# Correct Type Oil for Engine. Cruize 2012, 1.4 turbo



## Thebigzeus (Dec 2, 2018)

full Synthetic and Dexos 2/3, 5w30 weight depending on region you’re in.


----------



## Blasirl (Mar 31, 2015)

rinovaldi said:


> Hi guys
> Can someone tell me what is the correct engine oil type for a Cruize 2012, 1.4, turbo.
> 
> I bought the car yesterday and I'm planning to do, oil and filter change
> ...


Welcome Aboard!

Don't forget to introduce yourself and your Cruze here.


----------



## patdarling27 (10 mo ago)

Thebigzeus said:


> full Synthetic and Dexos 2/3, 5w30 weight depending on region you’re in.


I ran 5w30 in my 2012 cruze just change with 5w30 synthetic now I have a oil leak wasn't leaking before oil change so I not sure if synthetic oil the cause yet all I know is it leaking now on passager side I see oil down on to of Fram below belts I will say this motor a money pit cheap plastic parts on motor sucks coolant system sucks turbo and vacuum system sucks am at the point once I get everything fixed am dumping car worst engine I ever seen sad part I like the car but to many motor problems I have change alot of parts on my 2012 cruze and just when you think your good something else breaks or fails I have 150 000 miles on mine now just change turbo and all hose to it well good luck


----------



## Blasirl (Mar 31, 2015)

patdarling27 said:


> I ran 5w30 in my 2012 cruze just change with 5w30 synthetic now I have a oil leak wasn't leaking before oil change so I not sure if synthetic oil the cause yet all I know is it leaking now on passager side I see oil down on to of Fram below belts I will say this motor a money pit cheap plastic parts on motor sucks coolant system sucks turbo and vacuum system sucks am at the point once I get everything fixed am dumping car worst engine I ever seen sad part I like the car but to many motor problems I have change alot of parts on my 2012 cruze and just when you think your good something else breaks or fails I have 150 000 miles on mine now just change turbo and all hose to it well good luck


You have been a member here since last March and you have posted two times. We are here to help you maintain your car using smart solutions. Maybe if you had asked earlier on we could have helped you save some time and money. Most of the issues with this engine are known and relatively inexpensive to fix.
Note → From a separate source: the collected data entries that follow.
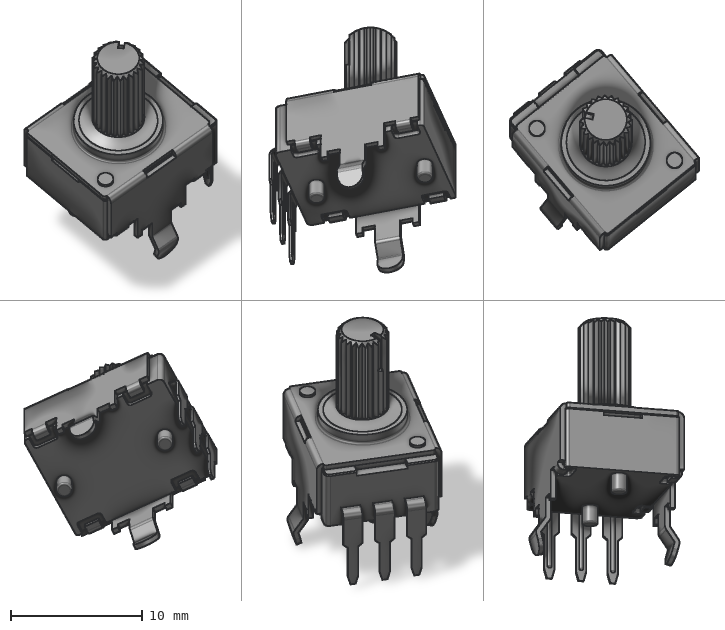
import cadquery as cq
import math


HOUSING_HALF_WIDTH = 4.5
HOUSING_FRONT_Y = -5.5
HOUSING_BACK_Y = 6.3
HOUSING_HEIGHT = 4.7
FRONT_CORNER_RADIUS = 0.25
BACK_CORNER_RADIUS = 0.4
HOUSING_TOP_CHAMFER = 0.1
FRONT_NOTCH_WIDTH = 3.0
BACK_NOTCH_WIDTH = 4.0
NOTCH_HEIGHT = 0.4
FRONT_NOTCH_DEPTH = 0.5
POST_DIAMETER = 1.2
POST_OFFSET_Y = 4.3
RIVET_OFFSET_X = 3.25
RIVET_TOP_CLEARANCE = 0.2
PEG_LENGTH = 1.4
PEG_TIP_RADIUS = 0.15

SHEET = 0.4
BEND_INNER_RADIUS = 0.1
PLATE_HALF_WIDTH = HOUSING_HALF_WIDTH - BEND_INNER_RADIUS
PLATE_HALF_DEPTH = 5.5
PLATE_CORNER_RADIUS = 0.2
COVER_TOP_Z = HOUSING_HEIGHT + SHEET
WALL_HALF_DEPTH = 5.25
WALL_MID_X = HOUSING_HALF_WIDTH + SHEET / 2
WALL_BOTTOM_Z = 0.55
WINDOW_WIDTH = 3.0
WINDOW_INNER_X = PLATE_HALF_WIDTH + BEND_INNER_RADIUS / 2
LEG_HALF_SPAN = 2.5
LEG_WIDTH = 0.5
LEG_TOP_Z = -1.2
LEG_BOTTOM_Z = -1.7
ROOT_OVERLAP = 0.4

HOOK_WIDTH = 2.0
HOOK_BEND_Z = -2.7
HOOK_FLARE_ANGLE = 35.0
HOOK_TIP_ANGLE = 15.0
HOOK_REACH_X = 5.66
HOOK_BOTTOM_Z = -5.5

CRIMP_Y = 4.0
CRIMP_WIDTH = 1.2
CRIMP_INNER_RADIUS = 0.05
CRIMP_FLAT_LENGTH = 0.4
POCKET_WIDTH = 2.05
POCKET_DEPTH = 1.0
POCKET_CORNER_RADIUS = 0.25
POCKET_HEIGHT = SHEET + CRIMP_INNER_RADIUS

BUSHING_DIAMETER = 6.8
BUSHING_BORE = 6.0
BUSHING_TOP_Z = 5.9
BUSHING_ROOT_RADIUS = 0.2
SHAFT_RADIUS = 2.0
SHAFT_TOP_Z = 13.3
SHAFT_CHAMFER = 0.4
CONE_TOP_Z = 6.3
SPLINE_COUNT = 24
MARK_WIDTH = 0.45
MARK_DEPTH = 0.4
MARK_INNER_RADIUS = 1.0
MARK_ANGLE = 127.5
FLAT_RADIUS = 1.62
FLAT_LENGTH = 3.0

TERMINAL_COUNT = 3
TERMINAL_PITCH = 2.5
TERMINAL_SHEET = 0.2
TERMINAL_OUTER_Y = 7.1
TERMINAL_TOP_Z = 1.55
TERMINAL_BEND_INNER_RADIUS = 0.4
TERMINAL_INSERTION = 1.0
SHOULDER_WIDTH = 1.5
SHOULDER_END_Z = -1.4
PIN_WIDTH = 0.8
PIN_START_Z = -1.7
PIN_TAPER_Z = -4.4
PIN_TIP_WIDTH = 0.4
PIN_TIP_Z = -5.1
RIB_RADIUS = 0.25
RIB_HEIGHT = 0.07
RIB_TOP_Z = 0.7
RIB_BOTTOM_Z = -4.1


def block(x_range, y_range, z_range):
    """Box between the given limits."""
    size = [high - low for low, high in (x_range, y_range, z_range)]
    return (
        cq.Workplane()
        .box(*size, centered=False)
        .translate((x_range[0], y_range[0], z_range[0]))
    )


def cylinder(x, y, diameter, z_range):
    """Upright cylinder between two heights."""
    return (
        cq.Workplane()
        .workplane(offset=z_range[0])
        .center(x, y)
        .circle(diameter / 2)
        .extrude(z_range[1] - z_range[0])
    )


def bent_strip(plane, start, heading, moves, thickness, width):
    """Bent sheet strip, centred on the plane.

    The mid-line begins at start and runs at heading degrees. Each move is a length of
    straight sheet or a pair (turn angle, inner bend radius); a positive turn is anticlockwise.
    Returns the strip and the point where its mid-line ends.
    """
    half = thickness / 2

    def beside(point, angle, distance):
        """Point to the left of the mid-line, or to the right for a negative distance."""
        return (
            point[0] - distance * math.sin(math.radians(angle)),
            point[1] + distance * math.cos(math.radians(angle)),
        )

    stations = [(start, heading)]
    halfway = []
    for move in moves:
        point, angle = stations[-1]
        if isinstance(move, tuple):
            turn, inner_radius = move
            radius = math.copysign(inner_radius + half, turn)
            centre = beside(point, angle, radius)
            halfway.append((beside(centre, angle + turn / 2, -radius), angle + turn / 2))
            stations.append((beside(centre, angle + turn, -radius), angle + turn))
        else:
            halfway.append(None)
            stations.append((beside(point, angle - 90, move), angle))

    def draw_side(outline, ends, middles, distance):
        for end, middle in zip(ends, middles):
            if middle is None:
                outline = outline.lineTo(*beside(*end, distance))
            else:
                outline = outline.threePointArc(beside(*middle, distance), beside(*end, distance))
        return outline

    outline = cq.Workplane(plane).moveTo(*beside(*stations[0], half))
    outline = draw_side(outline, stations[1:], halfway, half)
    outline = outline.lineTo(*beside(*stations[-1], -half))
    outline = draw_side(outline, stations[-2::-1], halfway[::-1], -half)
    strip = outline.close().extrude(width / 2, both=True)
    return strip, stations[-1][0]


def terminal(x):
    """Bent sheet terminal with a stepped pin and a stiffening rib."""
    top_mid_z = TERMINAL_TOP_Z - TERMINAL_SHEET / 2
    bend_outer_radius = TERMINAL_BEND_INNER_RADIUS + TERMINAL_SHEET
    bend_start_y = TERMINAL_OUTER_Y - bend_outer_radius
    inner_end_y = HOUSING_BACK_Y - TERMINAL_INSERTION
    moves = [
        bend_start_y - inner_end_y,
        (-90, TERMINAL_BEND_INNER_RADIUS),
        TERMINAL_TOP_Z - bend_outer_radius - PIN_TIP_Z,
    ]
    strip, _ = bent_strip("YZ", (inner_end_y, top_mid_z), 0, moves, TERMINAL_SHEET, SHOULDER_WIDTH)
    half_outline = [
        (SHOULDER_WIDTH / 2, TERMINAL_TOP_Z),
        (SHOULDER_WIDTH / 2, SHOULDER_END_Z),
        (PIN_WIDTH / 2, PIN_START_Z),
        (PIN_WIDTH / 2, PIN_TAPER_Z),
        (PIN_TIP_WIDTH / 2, PIN_TIP_Z),
    ]
    outline = half_outline + [(-px, pz) for px, pz in reversed(half_outline)]
    silhouette = cq.Workplane("XZ").polyline(outline).close().extrude(-TERMINAL_OUTER_Y)
    inner_face_y = TERMINAL_OUTER_Y - TERMINAL_SHEET
    rib_y = inner_face_y - RIB_HEIGHT + RIB_RADIUS
    rib = cylinder(0, rib_y, 2 * RIB_RADIUS, (RIB_BOTTOM_Z, RIB_TOP_Z))
    rib = rib.union(cq.Workplane().sphere(RIB_RADIUS).translate((0, rib_y, RIB_BOTTOM_Z)))
    rib = rib.intersect(
        block(
            (-RIB_RADIUS, RIB_RADIUS),
            (inner_face_y - RIB_HEIGHT, inner_face_y + TERMINAL_SHEET / 2),
            (PIN_TIP_Z, RIB_TOP_Z),
        )
    )
    return strip.intersect(silhouette).union(rib).translate((x, 0, 0))


terminal_positions = [(i - (TERMINAL_COUNT - 1) / 2) * TERMINAL_PITCH for i in range(TERMINAL_COUNT)]
terminals = [terminal(x) for x in terminal_positions]


def housing_notches():
    """Shallow notches in the middle of the front and back top edges."""
    z_range = (HOUSING_HEIGHT - NOTCH_HEIGHT, HOUSING_HEIGHT)
    front = block(
        (-FRONT_NOTCH_WIDTH / 2, FRONT_NOTCH_WIDTH / 2),
        (HOUSING_FRONT_Y, HOUSING_FRONT_Y + FRONT_NOTCH_DEPTH),
        z_range,
    )
    back = block(
        (-BACK_NOTCH_WIDTH / 2, BACK_NOTCH_WIDTH / 2),
        (PLATE_HALF_DEPTH, HOUSING_BACK_Y),
        z_range,
    )
    return front.union(back)


def crimp_pocket(side, y):
    """Round-cornered pocket in the lower edge of one side."""
    inner_x = HOUSING_HALF_WIDTH - POCKET_DEPTH
    return (
        block(
            (inner_x, HOUSING_HALF_WIDTH),
            (y - POCKET_WIDTH / 2, y + POCKET_WIDTH / 2),
            (0, POCKET_HEIGHT),
        )
        .edges("|Z and <X")
        .fillet(POCKET_CORNER_RADIUS)
        .rotate((0, 0, 0), (0, 0, 1), 0 if side > 0 else 180)
    )


def rivet_posts(top_z):
    """Two posts at opposite corners, standing on the housing and passing through the cover."""
    z_range = (HOUSING_HEIGHT, top_z)
    posts = cylinder(-RIVET_OFFSET_X, POST_OFFSET_Y, POST_DIAMETER, z_range)
    return posts.union(cylinder(RIVET_OFFSET_X, -POST_OFFSET_Y, POST_DIAMETER, z_range))


def build_housing():
    body = block(
        (-HOUSING_HALF_WIDTH, HOUSING_HALF_WIDTH),
        (HOUSING_FRONT_Y, HOUSING_BACK_Y),
        (0, HOUSING_HEIGHT),
    )
    body = body.edges("|Z and <Y").fillet(FRONT_CORNER_RADIUS)
    body = body.edges("|Z and >Y").fillet(BACK_CORNER_RADIUS)
    body = body.faces(">Z").chamfer(HOUSING_TOP_CHAMFER)
    body = body.cut(housing_notches())
    for side in (-1, 1):
        for y in (-CRIMP_Y, CRIMP_Y):
            body = body.cut(crimp_pocket(side, y))
    for y in (-POST_OFFSET_Y, POST_OFFSET_Y):
        peg = cylinder(0, y, POST_DIAMETER, (-PEG_LENGTH, 0)).faces("<Z").edges().fillet(PEG_TIP_RADIUS)
        body = body.union(peg)
    body = body.union(rivet_posts(COVER_TOP_Z + RIVET_TOP_CLEARANCE))
    for pin in terminals:
        body = body.cut(pin)
    return body


def side_wall():
    """Wall on the +X side: folded from the plate and cut to its stepped outline."""
    bend = (-90, BEND_INNER_RADIUS)
    bend_end_z = HOUSING_HEIGHT - BEND_INNER_RADIUS
    start = (PLATE_HALF_WIDTH, HOUSING_HEIGHT + SHEET / 2)
    moves = [bend, bend_end_z - LEG_BOTTOM_Z]
    wall, _ = bent_strip("XZ", start, 0, moves, SHEET, 2 * WALL_HALF_DEPTH)
    half_outline = [
        (WALL_HALF_DEPTH, COVER_TOP_Z),
        (WALL_HALF_DEPTH, WALL_BOTTOM_Z),
        (LEG_HALF_SPAN, WALL_BOTTOM_Z),
        (LEG_HALF_SPAN, LEG_BOTTOM_Z),
        (LEG_HALF_SPAN - LEG_WIDTH, LEG_BOTTOM_Z),
        (LEG_HALF_SPAN - LEG_WIDTH, LEG_TOP_Z),
    ]
    outline = half_outline + [(-y, z) for y, z in reversed(half_outline)]
    return wall.intersect(cq.Workplane("YZ").polyline(outline).close().extrude(HOOK_REACH_X))


def snap_hook():
    """Hook below the +X wall: flared outwards, then turned back in to a round tip."""
    flare = math.radians(HOOK_FLARE_ANGLE)
    tip = math.radians(HOOK_TIP_ANGLE)
    outer_radius = BEND_INNER_RADIUS + SHEET
    flare_centre_x = HOUSING_HALF_WIDTH + outer_radius
    elbow_centre_x = HOOK_REACH_X - outer_radius
    radii = BEND_INNER_RADIUS + outer_radius
    flare_length = (elbow_centre_x - flare_centre_x + radii * math.cos(flare)) / math.sin(flare)
    elbow_centre_z = HOOK_BEND_Z - radii * math.sin(flare) - flare_length * math.cos(flare)
    elbow_end_z = elbow_centre_z - outer_radius * math.sin(tip)
    tip_length = (elbow_end_z - HOOK_BOTTOM_Z) / math.cos(tip)
    tip_radius = HOOK_WIDTH / 2

    root_z = LEG_TOP_Z + ROOT_OVERLAP
    moves = [
        root_z - HOOK_BEND_Z,
        (HOOK_FLARE_ANGLE, BEND_INNER_RADIUS),
        flare_length,
        (-HOOK_FLARE_ANGLE - HOOK_TIP_ANGLE, BEND_INNER_RADIUS),
        tip_length - tip_radius,
    ]
    hook, end = bent_strip("XZ", (WALL_MID_X, root_z), -90, moves, SHEET, HOOK_WIDTH)
    tip_plane = cq.Plane((end[0], 0, end[1]), (0, 1, 0), (math.cos(tip), 0, -math.sin(tip)))
    round_end = (
        cq.Workplane(tip_plane)
        .moveTo(-tip_radius, 0)
        .threePointArc((0, -tip_radius), (tip_radius, 0))
        .close()
        .extrude(SHEET / 2, both=True)
    )
    return hook.union(round_end)


def crimp_tab(y):
    """Tab folded inwards under the +X side of the housing."""
    root_z = WALL_BOTTOM_Z + ROOT_OVERLAP
    moves = [
        root_z - POCKET_HEIGHT,
        (-90, CRIMP_INNER_RADIUS),
        CRIMP_FLAT_LENGTH,
    ]
    tab, _ = bent_strip("XZ", (WALL_MID_X, root_z), -90, moves, SHEET, CRIMP_WIDTH)
    return tab.translate((0, y, 0))


def cover_side():
    """Everything folded down on the +X side."""
    side = side_wall().union(snap_hook())
    for y in (-CRIMP_Y, CRIMP_Y):
        side = side.union(crimp_tab(y))
    return side


def bushing():
    """Ring around the shaft with a concave root where it rises from the plate."""
    radius = BUSHING_DIAMETER / 2
    root_end = radius + BUSHING_ROOT_RADIUS
    root_top_z = COVER_TOP_Z + BUSHING_ROOT_RADIUS
    diagonal = BUSHING_ROOT_RADIUS * math.sqrt(0.5)
    return (
        cq.Workplane("XZ")
        .moveTo(0, HOUSING_HEIGHT)
        .lineTo(root_end, HOUSING_HEIGHT)
        .lineTo(root_end, COVER_TOP_Z)
        .threePointArc((root_end - diagonal, root_top_z - diagonal), (radius, root_top_z))
        .lineTo(radius, BUSHING_TOP_Z)
        .lineTo(0, BUSHING_TOP_Z)
        .close()
        .revolve(360, (0, 0), (0, 1))
    )


def build_cover():
    plate = block(
        (-PLATE_HALF_WIDTH, PLATE_HALF_WIDTH),
        (-PLATE_HALF_DEPTH, PLATE_HALF_DEPTH),
        (HOUSING_HEIGHT, COVER_TOP_Z),
    )
    body = plate.edges("|Z").fillet(PLATE_CORNER_RADIUS).union(bushing())
    side = cover_side()
    body = body.union(side).union(side.mirror("YZ"))
    window = block(
        (WINDOW_INNER_X, HOOK_REACH_X),
        (-WINDOW_WIDTH / 2, WINDOW_WIDTH / 2),
        (HOUSING_HEIGHT - BEND_INNER_RADIUS, COVER_TOP_Z),
    )
    body = body.cut(window).cut(window.mirror("YZ"))
    body = body.cut(cylinder(0, 0, BUSHING_BORE, (HOUSING_HEIGHT, BUSHING_TOP_Z)))
    return body.cut(rivet_posts(COVER_TOP_Z))


def spline_outline():
    """Star of sharp ridges parted by right-angled V grooves."""
    half_pitch = math.pi / SPLINE_COUNT
    groove_radius = SHAFT_RADIUS * (math.cos(half_pitch) - math.sin(half_pitch))
    points = []
    for i in range(2 * SPLINE_COUNT):
        radius = SHAFT_RADIUS if i % 2 else groove_radius
        points.append((radius * math.cos(i * half_pitch), radius * math.sin(i * half_pitch)))
    return points


def index_mark():
    """Shallow groove in the end face, continued down the side as a flat in place of one ridge."""
    width_range = (-MARK_WIDTH / 2, MARK_WIDTH / 2)
    groove = block(
        (MARK_INNER_RADIUS, SHAFT_RADIUS),
        width_range,
        (SHAFT_TOP_Z - MARK_DEPTH, SHAFT_TOP_Z),
    )
    flat = block(
        (FLAT_RADIUS, SHAFT_RADIUS),
        width_range,
        (SHAFT_TOP_Z - FLAT_LENGTH, SHAFT_TOP_Z),
    )
    return groove.union(flat).rotate((0, 0, 0), (0, 0, 1), MARK_ANGLE)


def build_shaft():
    envelope = (
        cq.Workplane()
        .workplane(offset=CONE_TOP_Z)
        .circle(SHAFT_RADIUS)
        .extrude(SHAFT_TOP_Z - CONE_TOP_Z)
        .faces(">Z")
        .chamfer(SHAFT_CHAMFER)
    )
    splines = (
        cq.Workplane()
        .workplane(offset=CONE_TOP_Z)
        .polyline(spline_outline())
        .close()
        .extrude(SHAFT_TOP_Z - CONE_TOP_Z)
    )
    base = (
        cq.Workplane("XZ")
        .polyline(
            [
                (0, HOUSING_HEIGHT),
                (BUSHING_BORE / 2, HOUSING_HEIGHT),
                (BUSHING_BORE / 2, BUSHING_TOP_Z),
                (SHAFT_RADIUS, CONE_TOP_Z),
                (0, CONE_TOP_Z),
            ]
        )
        .close()
        .revolve(360, (0, 0), (0, 1))
    )
    return base.union(splines.intersect(envelope)).cut(index_mark())


housing = build_housing()
cover = build_cover()
shaft = build_shaft()

bodies = [housing, cover, shaft, *terminals]
result = cq.Compound.makeCompound([body.solids().val() for body in bodies])

To start, degrease the engine and monitor for the source of the oil leak.


----------



## Cruze CTRL (Sep 16, 2021)

rinovaldi said:


> Hi guys
> Can someone tell me what is the correct engine oil type for a Cruize 2012, 1.4, turbo.


dexos®1 Gen 3 | GM The 5W-30 spec






for LSPI extra safety.


----------



## Mattwithcats (5 mo ago)

I am running Mobil 1 Advanced Fuel Economy in 0W-30.
Dexos 1 Gen 2 approval…








Mobil 1™ 0W-30 Advanced Fuel Economy | Mobil™ Motor Oils


Mobil 1™ 0W-30 Advanced Fuel Economy low viscosity motor oil is engineered to help improve fuel economy.




www.mobil.com


----------



## Thebigzeus (Dec 2, 2018)

Mattwithcats said:


> I am running Mobil 1 Advanced Fuel Economy in 0W-30.
> Dexos 1 Gen 2 approval…
> 
> 
> ...


0w, interesting. You in a warm climate?


----------



## snowwy66 (Nov 5, 2017)

Pennzoil


----------



## Mattwithcats (5 mo ago)

Any Dexos 1 Gen 2 oil…

I would stick with a XW-30 oil myself…

List


dexos®1 Gen 2 | GM


----------



## Patman (May 7, 2011)

Not to take away from the original post of what oil. I use 5w30 Dexos. But patdarling27, 1 thing I learned from working at Valvoline changing oil: check to make sure the sealing ring on the filter cap has: *only 1 rubber ring *for sealing and someone didn't put a new ring on without taking the old one off!!!!!! That was one of our double checks so it must happen!! I bet you will find you leaking problem there!


----------



## Valpo Cruze (Feb 23, 2014)

On my old 12 I ran 5W30 semi synthetic oil and followed the OCI meter for when to change. I traded that car in at 190K. Valvoline Max Life I believe it was, when I first started using it the bottle had a dexos 1 label but eventually the bottle did not have the dexos 1 label but I never had any oil related issues with the car.


Now we have a 2011 1.4 for my daughter and I use a full synthetic in it.


----------



## Cruton (Sep 19, 2017)

I am running Pennzoil Ultra Platinum 5W-30. Seems to run smoother since I started using it. Pennzoil claims it's good for 10k; however, I change it every 5k. Very happy with it.


----------